The U.S. maker movement includes everyone who enjoys tinkering and building, whether that means crafting a toy boat out of tinfoil or constructing a solar panel. Makers often work with maker organizations that provide spaces outfitted with everything from art supplies to power tools, which is where Nation of Makers comes in.

“Our goal is to support the whole wide swath of maker organizations within the country, so that’s everything from art spaces to highly technical spaces,” Dorothy says. “So my principal job is a connector, and that looks very different from one day to the next.”

For example, insurance policies often don’t have an appropriate category for maker spaces, so Dorothy is currently working on connecting maker organizations with insurance companies. She also connects maker organizations to each other, helping them share resources and experiences.

Dorothy’s own experience making started at a young age: Her family didn’t have a lot of money, so she learned how to tinker and fix and refurbish, using whatever materials and tools she had to make something old new again. In the process, Dorothy was exposed to science, engineering, and the power of creating.

“I think it’s fundamentally human,” Dorothy says. “No matter what color, race, ethnicity, background, gender we’re from, we all have that same inner drive to create.”

Dorothy graduated from Wellesley with plans to become a scientist, earning a Ph.D. in neuroscience at the University of Michigan and becoming a postdoctoral researcher at the University of California, San Francisco.

However, a budding interest in policy sent her to Washington, D.C., where she spent two years involved in engineering education as an American Association for the Advancement of Science science and technology policy fellow before taking a position at the Foundation for the NIH, where she built public-private partnerships for Alzheimer’s research. It was during her time in DC that Dorothy became increasingly invested in the maker movement, so when she was tapped to create Nation of Makers, she jumped at the chance.

Motivated by her background as an African-American woman from a poor neighborhood, Dorothy is especially interested in helping the maker movement reach all kids, particularly those in rural or underserved areas.
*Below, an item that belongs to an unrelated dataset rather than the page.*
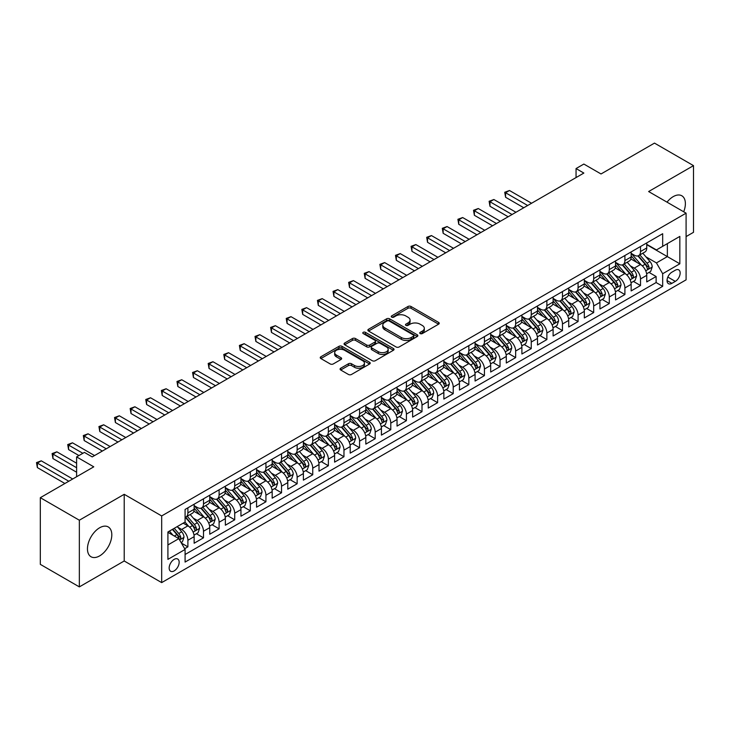 <?xml version="1.0" encoding="UTF-8"?>
<svg xmlns="http://www.w3.org/2000/svg" width="730" height="730" viewBox="0 0 730 730"><rect width="100%" height="100%" fill="white"/><g stroke="black" fill="none" stroke-linecap="round" stroke-linejoin="round"><path stroke-width="1.09" d="M420.179 333.573A1.515 0.876 0 0 0 422.323 333.573L438.602 324.184A2.163 1.25 0 0 0 439.232 323.299A2.163 1.25 0 0 0 438.602 322.414L411.026 306.49A2.163 1.25 0 0 0 407.96 306.49L391.681 315.889A1.515 0.876 0 0 0 391.234 316.51A1.515 0.876 0 0 0 391.681 317.13A1.515 0.876 0 0 0 393.826 317.13L395.934 315.907A6.935 4.006 0 0 1 405.743 315.907L408.034 317.24A6.935 4.006 0 0 1 410.068 320.068A6.935 4.006 0 0 1 408.034 322.897L405.926 324.111A1.515 0.876 0 0 0 405.488 324.731A1.515 0.876 0 0 0 405.926 325.352A1.515 0.876 0 0 0 408.079 325.352L410.178 324.138A6.935 4.006 0 0 1 419.987 324.138L422.287 325.461A6.935 4.006 0 0 1 424.312 328.29A6.935 4.006 0 0 1 422.287 331.119L420.179 332.342A1.515 0.876 0 0 0 419.732 332.962A1.515 0.876 0 0 0 420.179 333.573L420.179 332.342M99.636 555.895A17.219 9.937 120 0 0 110.878 540.729A17.219 9.937 120 0 0 108.241 526.932A17.219 9.937 120 0 0 99.636 527.781A17.219 9.937 120 0 0 88.385 542.956A17.219 9.937 120 0 0 91.022 556.753A17.219 9.937 120 0 0 99.636 555.895M683.691 211.782A17.219 9.937 120 0 0 681.82 195.777A17.219 9.937 120 0 0 673.206 196.635A17.219 9.937 120 0 0 667.019 202.155M174.16 570.896A7.063 4.079 120 0 0 178.777 564.673A7.063 4.079 120 0 0 177.691 559.016A7.063 4.079 120 0 0 174.16 559.362A7.063 4.079 120 0 0 169.543 565.595A7.063 4.079 120 0 0 170.628 571.252A7.063 4.079 120 0 0 174.16 570.896M340.709 368.23A2.163 1.25 0 0 0 340.07 369.115A2.163 1.25 0 0 0 340.709 370L348.438 374.463A2.163 1.25 0 0 0 351.504 374.463L369.581 364.024A2.163 1.25 0 0 0 370.22 363.138A2.163 1.25 0 0 0 369.581 362.253L342.005 346.339A2.163 1.25 0 0 0 338.948 346.339L320.862 356.769A2.163 1.25 0 0 0 320.233 357.654A2.163 1.25 0 0 0 320.862 358.54L330.215 363.941A2.163 1.25 0 0 0 333.272 363.941L341.01 359.47A2.163 1.25 0 0 0 341.649 358.585A2.163 1.25 0 0 0 341.01 357.7L336.375 355.026A5.794 3.349 0 0 1 334.678 352.663A5.794 3.349 0 0 1 338.255 349.57A5.794 3.349 0 0 1 344.578 350.291L362.728 360.775A5.794 3.349 0 0 1 364.425 363.138A5.794 3.349 0 0 1 360.848 366.232A5.794 3.349 0 0 1 354.534 365.511L351.504 363.759A2.163 1.25 0 0 0 348.438 363.759L340.709 368.23L340.709 370L348.438 365.566L348.438 363.759M686.091 236.593L693.5 232.313L693.5 165.637L654.481 143.107L601.027 173.968L583.854 164.058L576.052 168.557L583.854 173.065L92.217 456.907L84.415 452.408L76.613 456.907L76.613 476.736M79.342 520.216L79.342 586.893L124.219 560.987L124.219 494.31L79.342 520.216L40.323 497.687L93.778 466.826L76.613 456.907M124.219 494.31L161.677 515.937L686.091 213.169L686.091 279.846L161.677 582.613L161.677 515.937M693.5 165.637L648.632 191.543L686.091 213.169M396.089 346.96A2.163 1.25 0 0 0 399.155 346.96L417.231 336.521A2.163 1.25 0 0 0 417.861 335.636A2.163 1.25 0 0 0 417.231 334.751L389.656 318.827A2.163 1.25 0 0 0 386.59 318.827L368.513 329.266A2.163 1.25 0 0 0 367.874 330.152A2.163 1.25 0 0 0 368.513 331.037L396.089 346.96M363.832 333.902A1.515 0.876 0 0 1 365.374 334.121L365.374 332.314L393.406 348.502A2.163 1.25 0 0 1 394.045 349.387A2.163 1.25 0 0 1 393.406 350.272L375.329 360.711A2.163 1.25 0 0 1 372.263 360.711L344.688 344.788L352.426 340.353L352.426 338.556L344.688 343.018A2.163 1.25 0 0 0 344.058 343.903A2.163 1.25 0 0 0 344.688 344.788L344.688 343.018M352.426 340.353A2.163 1.25 0 0 1 355.492 340.353L355.492 338.556A2.163 1.25 0 0 0 352.426 338.556M355.492 338.556L366.67 345.007A2.163 1.25 0 0 0 369.736 345.007L374.873 342.051A2.163 1.25 0 0 0 375.503 341.166A2.163 1.25 0 0 0 374.873 340.28L363.23 333.555A1.515 0.876 0 0 1 362.783 332.935A1.515 0.876 0 0 1 363.723 332.132A1.515 0.876 0 0 1 365.374 332.314M79.342 586.893L40.323 564.363L40.323 497.687M184.654 548.714L187.893 546.843L181.414 543.102M177.728 527.188L181.651 529.451A8.833 5.101 60 0 1 187.893 540.264L194.134 536.659L194.134 543.239L203.497 537.827L196.397 533.73M193.34 518.172L197.255 520.435A8.833 5.101 60 0 1 203.497 531.248L209.747 527.644L209.747 534.223L219.109 528.821L212.01 524.715M208.944 509.166L212.868 511.429A8.833 5.101 60 0 1 219.109 522.242L225.351 518.638L225.351 525.217L234.713 519.806L227.614 515.708M224.557 500.15L228.472 502.413A8.833 5.101 60 0 1 234.713 513.226L240.955 509.622L240.955 516.201L250.326 510.799L243.218 506.693M240.161 491.144L244.085 493.407A8.833 5.101 60 0 1 250.326 504.22L256.568 500.616L256.568 507.195L265.93 501.784L258.831 497.687M255.774 482.128L259.688 484.392A8.833 5.101 60 0 1 265.93 495.205L272.171 491.6L272.171 498.179L281.543 492.777L274.434 488.671M271.377 473.122L275.292 475.385A8.833 5.101 60 0 1 281.543 486.198L287.784 482.594L287.784 489.173L297.147 483.762L290.047 479.665M286.981 464.107L290.905 466.37A8.833 5.101 60 0 1 297.147 477.183L303.388 473.578L303.388 480.158L312.75 474.755L305.651 470.649M302.594 455.1L306.509 457.363A8.833 5.101 60 0 1 312.75 468.176L319.001 464.572L319.001 471.151L328.363 465.74L321.264 461.643M318.198 446.085L322.122 448.348A8.833 5.101 60 0 1 328.363 459.161L334.605 455.556L334.605 462.136L343.967 456.734L336.868 452.627M333.811 437.078L337.725 439.341A8.833 5.101 60 0 1 343.967 450.154L350.208 446.55L350.208 453.129L359.58 447.718L352.471 443.621M349.415 428.063L353.329 430.326A8.833 5.101 60 0 1 359.58 441.139L365.821 437.535L365.821 444.114L375.184 438.712L368.084 434.605M365.018 419.056L368.942 421.32A8.833 5.101 60 0 1 375.184 432.133L381.425 428.528L381.425 435.107L390.787 429.696L383.688 425.599M380.631 410.041L384.546 412.304A8.833 5.101 60 0 1 390.787 423.117L397.038 419.513L397.038 426.092L406.4 420.69L399.301 416.584M396.235 401.035L400.159 403.298A8.833 5.101 60 0 1 406.4 414.111L412.642 410.506L412.642 417.085L422.004 411.674L414.905 407.577M411.848 392.019L415.762 394.282A8.833 5.101 60 0 1 422.004 405.095L428.245 401.491L428.245 408.07L437.617 402.668L430.508 398.562M427.452 383.013L431.375 385.276A8.833 5.101 60 0 1 437.617 396.089L443.858 392.484L443.858 399.064L453.221 393.652L446.121 389.555M443.064 373.997L446.979 376.26A8.833 5.101 60 0 1 453.221 387.073L459.462 383.469L459.462 390.048L468.833 384.646L461.725 380.54M458.668 364.991L462.583 367.254A8.833 5.101 60 0 1 468.833 378.067L475.075 374.463L475.075 381.042L484.437 375.631L477.338 371.534M474.272 355.975L478.196 358.238A8.833 5.101 60 0 1 484.437 369.051L490.679 365.447L490.679 372.026L500.041 366.624L492.942 362.518M489.885 346.969L493.799 349.232A8.833 5.101 60 0 1 500.041 360.045L506.292 356.441L506.292 363.02L515.654 357.609L508.555 353.512M505.489 337.954L509.412 340.216A8.833 5.101 60 0 1 515.654 351.03L521.895 347.425L521.895 354.004L531.258 348.602L524.158 344.496M521.101 328.947L525.016 331.21A8.833 5.101 60 0 1 531.258 342.023L537.499 338.419L537.499 344.998L546.87 339.587L539.762 335.49M536.705 319.932L540.62 322.195A8.833 5.101 60 0 1 546.87 333.008L553.112 329.403L553.112 335.982L562.474 330.58L555.375 326.474M552.309 310.925L556.233 313.188A8.833 5.101 60 0 1 562.474 324.001L568.716 320.397L568.716 326.976L578.078 321.565L570.979 317.468M567.922 301.91L571.836 304.173A8.833 5.101 60 0 1 578.078 314.986L584.328 311.382L584.328 317.961L593.691 312.559L586.591 308.452M583.525 292.903L587.449 295.166A8.833 5.101 60 0 1 593.691 305.979L599.932 302.375L599.932 308.954L609.294 303.543L602.195 299.446M599.138 283.888L603.053 286.151A8.833 5.101 60 0 1 609.294 296.964L615.536 293.36L615.536 299.939L624.907 294.537L617.799 290.43M614.742 274.882L618.666 277.144A8.833 5.101 60 0 1 624.907 287.958L631.149 284.353L631.149 290.932L640.511 285.521L640.511 278.942A8.833 5.101 -120 0 0 634.27 268.129L630.355 265.866M633.412 281.424L640.511 285.521M194.134 536.659A8.833 5.101 -120 0 0 187.893 525.846L183.212 523.145M209.747 527.644A8.833 5.101 -120 0 0 203.497 516.831L193.851 511.265M225.351 518.638A8.833 5.101 -120 0 0 219.109 507.824L209.455 502.249M240.955 509.622A8.833 5.101 -120 0 0 234.713 498.809L225.068 493.243M256.568 500.616A8.833 5.101 -120 0 0 250.326 489.803L240.672 484.227M272.171 491.6A8.833 5.101 -120 0 0 265.93 480.787L256.276 475.221M287.784 482.594A8.833 5.101 -120 0 0 281.543 471.781L271.888 466.205M303.388 473.578A8.833 5.101 -120 0 0 297.147 462.765L287.492 457.199M319.001 464.572A8.833 5.101 -120 0 0 312.75 453.759L303.105 448.184M334.605 455.556A8.833 5.101 -120 0 0 328.363 444.743L318.709 439.177M350.208 446.55A8.833 5.101 -120 0 0 343.967 435.737L334.313 430.162M365.821 437.535A8.833 5.101 -120 0 0 359.58 426.721L349.925 421.155M381.425 428.528A8.833 5.101 -120 0 0 375.184 417.715L365.529 412.14M397.038 419.513A8.833 5.101 -120 0 0 390.787 408.7L381.142 403.133M412.642 410.506A8.833 5.101 -120 0 0 406.4 399.693L396.746 394.118M428.245 401.491A8.833 5.101 -120 0 0 422.004 390.678L412.359 385.112M443.858 392.484A8.833 5.101 -120 0 0 437.617 381.671L427.962 376.096M459.462 383.469A8.833 5.101 -120 0 0 453.221 372.656L443.566 367.09M475.075 374.463A8.833 5.101 -120 0 0 468.833 363.649L459.179 358.074M490.679 365.447A8.833 5.101 -120 0 0 484.437 354.634L474.783 349.068M506.292 356.441A8.833 5.101 -120 0 0 500.041 345.628L490.396 340.052M521.895 347.425A8.833 5.101 -120 0 0 515.654 336.612L505.999 331.046M537.499 338.419A8.833 5.101 -120 0 0 531.258 327.606L521.603 322.03M553.112 329.403A8.833 5.101 -120 0 0 546.87 318.59L537.216 313.024M568.716 320.397A8.833 5.101 -120 0 0 562.474 309.584L552.82 304.009M584.328 311.382A8.833 5.101 -120 0 0 578.078 300.568L568.433 295.002M599.932 302.375A8.833 5.101 -120 0 0 593.691 291.562L584.036 285.987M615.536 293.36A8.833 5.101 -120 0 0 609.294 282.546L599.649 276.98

“The maker movement is cool because at really young ages, kids can make a direct connection to engineering. So things like building paper circuits or doing all kinds of coding,” she says. “You can explicitly point to those things and say, ‘What you’re doing is what an engineer does, and here’s an engineer that looks like you that does this type of stuff every day.’”

At home, Dorothy is constantly making with her own 8-year-old daughter, Zuri: Together they have made everything from cardboard pinball machines to costumes. And while she never expected to be leading the U.S. maker movement, Dorothy is grateful to have ended up where she did.

“We have an ambitious mission and vision, and it’s definitely daunting some days to wake up and realize exactly how large that vision is and the scope of how much needs to be done,” she says. “But I love what I do, and can’t believe how blessed I am to be able to have my passion be my daily work.”